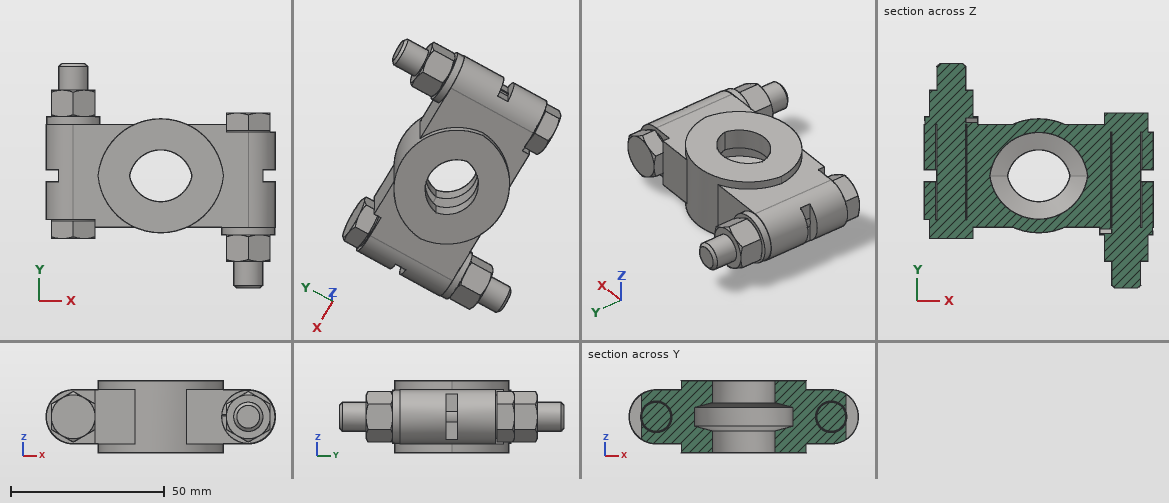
import cadquery as cq
import math


hub_radius = 20.5
bore_radius = 10.3
arc_offset = 1.905
hub_height = 23.5

groove_radius = 16.0
groove_mouth_height = 9.1
groove_wall_height = 6.0

overall_length = 74.68
arm_thickness = 17.7
arm_width = 33.55
end_radius = arm_thickness / 2
bolt_x = overall_length / 2 - end_radius

slot_width = 3.81
slot_floor_x = bolt_x + 4.8

seat_y = 14.25
seat_inner_x = 21.46

bolt_diameter = 9.53
bolt_hole_diameter = 10.16
bolt_end_y = 73.15 / 2
bolt_end_chamfer_length = 0.95
bolt_end_chamfer_depth = 1.05
hex_across_flats = 14.29
hex_chamfer_angle = 30
head_height = 6.2
head_collar_height = 0.5
washer_diameter = 17.3
washer_thickness = 2.45
washer_gap = 0.5
washer_gap_tilt = 22
nut_height = 8.65


def cylinder_along_y(diameter, y_start, y_end):
    """Cylinder on the Y axis between two y positions."""
    section = cq.Workplane("XZ", origin=(0, y_start, 0)).circle(diameter / 2)
    return section.extrude(y_start - y_end)


def facing_arcs(radius, height):
    """Pointed-oval prism about Z, made of two facing arcs of the same radius."""
    half_length = math.sqrt(radius**2 - arc_offset**2)
    half_width = radius - arc_offset
    outline = (
        cq.Workplane("XY", origin=(0, 0, -height / 2))
        .moveTo(-half_length, 0)
        .threePointArc((0, half_width), (half_length, 0))
        .threePointArc((0, -half_width), (-half_length, 0))
        .close()
    )
    return outline.extrude(height)


def groove_half(side):
    """Half of the bore groove, on the +Y (side = 1) or -Y (side = -1) side."""
    profile = (
        cq.Workplane("XZ")
        .moveTo(0, -groove_mouth_height / 2)
        .lineTo(bore_radius, -groove_mouth_height / 2)
        .lineTo(groove_radius, -groove_wall_height / 2)
        .lineTo(groove_radius, groove_wall_height / 2)
        .lineTo(bore_radius, groove_mouth_height / 2)
        .lineTo(0, groove_mouth_height / 2)
        .close()
    )
    ring = profile.revolve(360, (0, 0), (0, 1)).translate((0, -side * arc_offset, 0))
    half_space = cq.Workplane("XY").box(
        2 * hub_radius, hub_radius, hub_height
    ).translate((0, side * hub_radius / 2, 0))
    return ring.intersect(half_space)


def make_clamp():
    """Hub and arms with the bore, bolt holes, slots and bolt-head seats."""
    arms = (
        cq.Workplane("XZ")
        .slot2D(overall_length, arm_thickness)
        .extrude(arm_width / 2, both=True)
    )
    clamp = arms.union(facing_arcs(hub_radius, hub_height))
    clamp = clamp.cut(facing_arcs(bore_radius, hub_height))
    for side in (1, -1):
        clamp = clamp.cut(groove_half(side))

        hole = cylinder_along_y(bolt_hole_diameter, -arm_width / 2, arm_width / 2)
        clamp = clamp.cut(hole.translate((side * bolt_x, 0, 0)))

        slot_depth = overall_length / 2 - slot_floor_x
        slot = cq.Workplane("XY").box(slot_depth, slot_width, arm_thickness)
        clamp = clamp.cut(slot.translate((side * (slot_floor_x + slot_depth / 2), 0, 0)))

        seat_length = overall_length / 2 - seat_inner_x
        seat_depth = arm_width / 2 - seat_y
        seat = cq.Workplane("XY").box(seat_length, seat_depth, arm_thickness)
        seat_center_x = seat_inner_x + seat_length / 2
        seat_center_y = seat_y + seat_depth / 2
        clamp = clamp.cut(seat.translate((side * seat_center_x, side * seat_center_y, 0)))
    return clamp


def chamfered_hex(y_start, y_end, chamfer_start, chamfer_end):
    """Hexagon along +Y with corners up and down; corners are turned off at the chosen ends."""
    corner_radius = hex_across_flats / math.sqrt(3)
    flat_radius = hex_across_flats / 2
    chamfer_length = (corner_radius - flat_radius) * math.tan(math.radians(hex_chamfer_angle))

    prism = (
        cq.Workplane("XZ", origin=(0, y_start, 0))
        .transformed(rotate=(0, 0, 90))
        .polygon(6, 2 * corner_radius)
        .extrude(y_start - y_end)
    )
    start_face_radius = flat_radius if chamfer_start else corner_radius
    end_face_radius = flat_radius if chamfer_end else corner_radius
    turning = (
        cq.Workplane("XY")
        .moveTo(0, y_start)
        .lineTo(start_face_radius, y_start)
        .lineTo(corner_radius, y_start + chamfer_length)
        .lineTo(corner_radius, y_end - chamfer_length)
        .lineTo(end_face_radius, y_end)
        .lineTo(0, y_end)
        .close()
        .revolve(360, (0, 0), (0, 1))
    )
    return prism.intersect(turning)


def make_split_washer(y_start, y_end):
    """Washer on the Y axis with a slanted gap on its +X side."""
    washer = cylinder_along_y(washer_diameter, y_start, y_end)
    gap_length = (washer_diameter - bolt_diameter) / 2
    gap = (
        cq.Workplane("XY")
        .box(gap_length, 2 * washer_thickness, washer_gap)
        .rotate((0, 0, 0), (1, 0, 0), washer_gap_tilt)
        .translate((bolt_diameter / 2 + gap_length / 2, (y_start + y_end) / 2, 0))
    )
    return washer.cut(gap)


def make_fastener():
    """Bolt, washer and nut on the Y axis, with the head at -Y and the nut at +Y."""
    shank = cylinder_along_y(bolt_diameter, -seat_y, bolt_end_y)
    shank = shank.faces(">Y").chamfer(bolt_end_chamfer_length, bolt_end_chamfer_depth)

    collar_y = -seat_y - head_collar_height
    collar = cylinder_along_y(hex_across_flats, collar_y, -seat_y)
    head = chamfered_hex(-seat_y - head_height, collar_y, True, False)

    washer_y = arm_width / 2
    nut_y = washer_y + washer_thickness
    washer = make_split_washer(washer_y, nut_y)
    nut = chamfered_hex(nut_y, nut_y + nut_height, True, True)
    return shank.union(collar).union(head).union(washer).union(nut)


left_fastener = make_fastener().translate((-bolt_x, 0, 0))
right_fastener = left_fastener.rotate((0, 0, 0), (0, 0, 1), 180)
result = make_clamp().union(left_fastener).union(right_fastener)

══════

Work item:
Extract from the records above the lines from the one containing "clamp = arms.union(facing_arcs(hub_radius, hub_height))" to the one containing "seat_depth = arm_width / 2 - seat_y", both lines included, exactly as they appear and with nothing else.

Solved exercise:
    clamp = arms.union(facing_arcs(hub_radius, hub_height))
    clamp = clamp.cut(facing_arcs(bore_radius, hub_height))
    for side in (1, -1):
        clamp = clamp.cut(groove_half(side))

        hole = cylinder_along_y(bolt_hole_diameter, -arm_width / 2, arm_width / 2)
        clamp = clamp.cut(hole.translate((side * bolt_x, 0, 0)))

        slot_depth = overall_length / 2 - slot_floor_x
        slot = cq.Workplane("XY").box(slot_depth, slot_width, arm_thickness)
        clamp = clamp.cut(slot.translate((side * (slot_floor_x + slot_depth / 2), 0, 0)))

        seat_length = overall_length / 2 - seat_inner_x
        seat_depth = arm_width / 2 - seat_y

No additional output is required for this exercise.